#### What the task asks
Within this material, find every line where the string "EEEEEEEEEEEEDEGG" appears, and copy it out.

====================

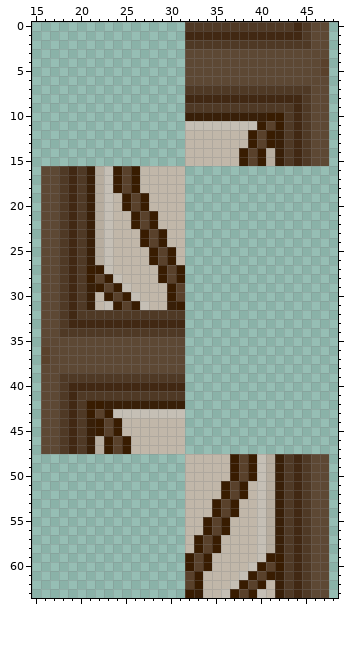
Pixel-art sprite: Resources/Textures/Civ14/Structures/Walls/medieval.rsi/medieval5.png. This is how it looked before the edit.
The file is 64x64 pixels. Shown: x 15..48, y 0..63.
After the commit:
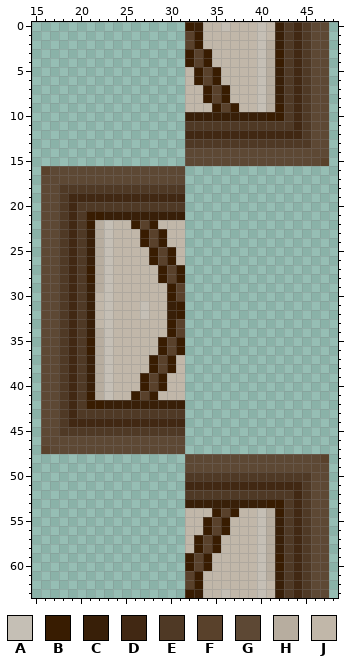
Palette (. is transparent): A #c5bfb5  B #381c01  C #381f08  D #412813  E #4f3925  F #59412b  G #5d4834  H #b7ad9f  J #c1b7a9
From old to new:
@@ x 15..48 @@
- 0 .................EEEEEEEEEEEEDEGG.
- 1 .................DDDDDDDDDDDDDEGG.
- 2 .................EEEEEEEEEEEEEEGG.
- 3 .................GGGGGGGGGGGGGGGG.
- 4 .................GGGGGGGGGGGGGGGF.
- 5 .................GGGGGGGGGGGGGGGF.
- 6 .................GGGGGGGGGGGGGGGG.
- 7 .................EEEEEEEEEEEEEEGG.
- 8 .................DDDDDDDDDDDDDEGG.
- 9 .................EEEEEEEEEEEEDEGG.
+ 0 .................BCJJAJJJAJCEDEGG.
+ 1 .................FBJJJJJJAJCEDEGG.
+ 2 .................FBJJJJJJAHCEDEGG.
+ 3 .................BFBJJJJJAHBEDEGG.
+ 4 .................BFBJJJJJAHBEDEGG.
+ 5 .................JBFBJJJJAHCEDEGG.
+ 6 .................JBFBJJJJAHCEDEGG.
+ 7 .................JJBFBJJJAHCEDEGG.
+ 8 .................JJBFBJJJAHCEDEGG.
+ 9 .................JJJBFBJJAHBEDEGG.
 10 .................CCCCCCCCCBBEDEGG.
-11 .................AAAAAAAABFBEDEGG.
-12 .................JJJJJJJBFBCEDEGG.
-13 .................JJJJJJJBFBCEDEGG.
-14 .................JJJJJJBFBHCEDEGG.
-15 .................JJJJJJBFBHCEDEGG.
-16 .GGEDECHABFBJJJJJ.................
-17 .GGEDECHABFBJJJJJ.................
-18 .GGEDECHABFBJJJJJ.................
-19 .GGEDECHAJBFBJJJJ.................
-20 .GGEDECHAJBFBJJJJ.................
-21 .GGEDECHAJJBFBJJJ.................
-22 .GGEDECHAJJBFBJJJ.................
+11 .................EEEEEEEEEEEEDEGG.
+12 .................DDDDDDDDDDDDDEGG.
+13 .................EEEEEEEEEEEEEEGG.
+14 .................GGGGGGGGGGGGGGGG.
+15 .................GGGGGGGGGGGGGGGF.
+16 .FGGGGGGGGGGGGGGG.................
+17 .GGGGGGGGGGGGGGGG.................
+18 .GGEEEEEEEEEEEEEE.................
+19 .GGEDDDDDDDDDDDDD.................
+20 .GGEDEEEEEEEEEEEE.................
+21 .GGEDEBBCCCCCCCCC.................
+22 .GGEDEBHAJJBFBJJJ.................
 23 .GGEDECHAJJJBFBJJ.................
@@ x 15..48 @@
 26 .GGEDECHAJJJJBFBJ.................
-27 .GGEDEBBAJJJJJBFB.................
-28 .GGEDEBFBAJJJJBFB.................
-29 .GGEDECBFBAJJJJBF.................
-30 .GGEDECJBFBAJJJBF.................
-31 .GGEDECJABFBAJJCB.................
-32 .GGEDEEEEEEEEEEEE.................
-33 .GGEDDDDDDDDDDDDD.................
-34 .GGEEEEEEEEEEEEEE.................
-35 .GGGGGGGGGGGGGGGG.................
-36 .FGGGGGGGGGGGGGGG.................
-37 .FGGGGGGGGGGGGGGG.................
-38 .GGGGGGGGGGGGGGGG.................
-39 .GGEEEEEEEEEEEEEE.................
-40 .GGEDDDDDDDDDDDDD.................
-41 .GGEDEEEEEEEEEEEE.................
+27 .GGEDEBHAJJJJJBFB.................
+28 .GGEDEBHAJJJJJBFB.................
+29 .GGEDECHAJJJJJJBF.................
+30 .GGEDECJAJJJJJJBF.................
+31 .GGEDECJAJJJAJJCB.................
+32 .GGEDECJAJJJAJJCB.................
+33 .GGEDECJAJJJJJJBF.................
+34 .GGEDECHAJJJJJJBF.................
+35 .GGEDEBHAJJJJJBFB.................
+36 .GGEDEBHAJJJJJBFB.................
+37 .GGEDECHAJJJJBFBJ.................
+38 .GGEDECHAJJJJBFBJ.................
+39 .GGEDECHAJJJBFBJJ.................
+40 .GGEDECHAJJJBFBJJ.................
+41 .GGEDEBHAJJBFBJJJ.................
 42 .GGEDEBBCCCCCCCCC.................
-43 .GGEDEBFBAAAAAAAA.................
-44 .GGEDECBFBJJJJJJJ.................
-45 .GGEDECBFBJJJJJJJ.................
-46 .GGEDECHBFBJJJJJJ.................
-47 .GGEDECHBFBJJJJJJ.................
-48 .................JJJJJBFBAHCEDEGG.
-49 .................JJJJJBFBAHCEDEGG.
-50 .................JJJJJBFBAHCEDEGG.
-51 .................JJJJBFBJAHCEDEGG.
-52 .................JJJJBFBJAHCEDEGG.
-53 .................JJJBFBJJAHCEDEGG.
-54 .................JJJBFBJJAHCEDEGG.
+43 .GGEDEEEEEEEEEEEE.................
+44 .GGEDDDDDDDDDDDDD.................
+45 .GGEEEEEEEEEEEEEE.................
+46 .GGGGGGGGGGGGGGGG.................
+47 .FGGGGGGGGGGGGGGG.................
+48 .................GGGGGGGGGGGGGGGF.
+49 .................GGGGGGGGGGGGGGGG.
+50 .................EEEEEEEEEEEEEEGG.
+51 .................DDDDDDDDDDDDDEGG.
+52 .................EEEEEEEEEEEEDEGG.
+53 .................CCCCCCCCCBBEDEGG.
+54 .................JJJBFBJJAHBEDEGG.
 55 .................JJBFBJJJAHCEDEGG.
@@ x 35..43 @@
 58 BJJJJAHCE
-59 JJJJJABBE
-60 JJJJABFBE
-61 JJJABFBCE
-62 JJABFBJCE
-63 JABFBAJCE
+59 JJJJJAHBE
+60 JJJJJAHBE
+61 JJJJJAHCE
+62 JJJJJAJCE
+63 JAJJJAJCE
Boxes around the changes in both pictures, in picture pixels (x1, y1, x2, y2):
changed: (41, 22, 329, 229)
changed: (41, 265, 329, 598)

====================

#### Result of this task
- 0 .................EEEEEEEEEEEEDEGG.
- 9 .................EEEEEEEEEEEEDEGG.
+11 .................EEEEEEEEEEEEDEGG.
+52 .................EEEEEEEEEEEEDEGG.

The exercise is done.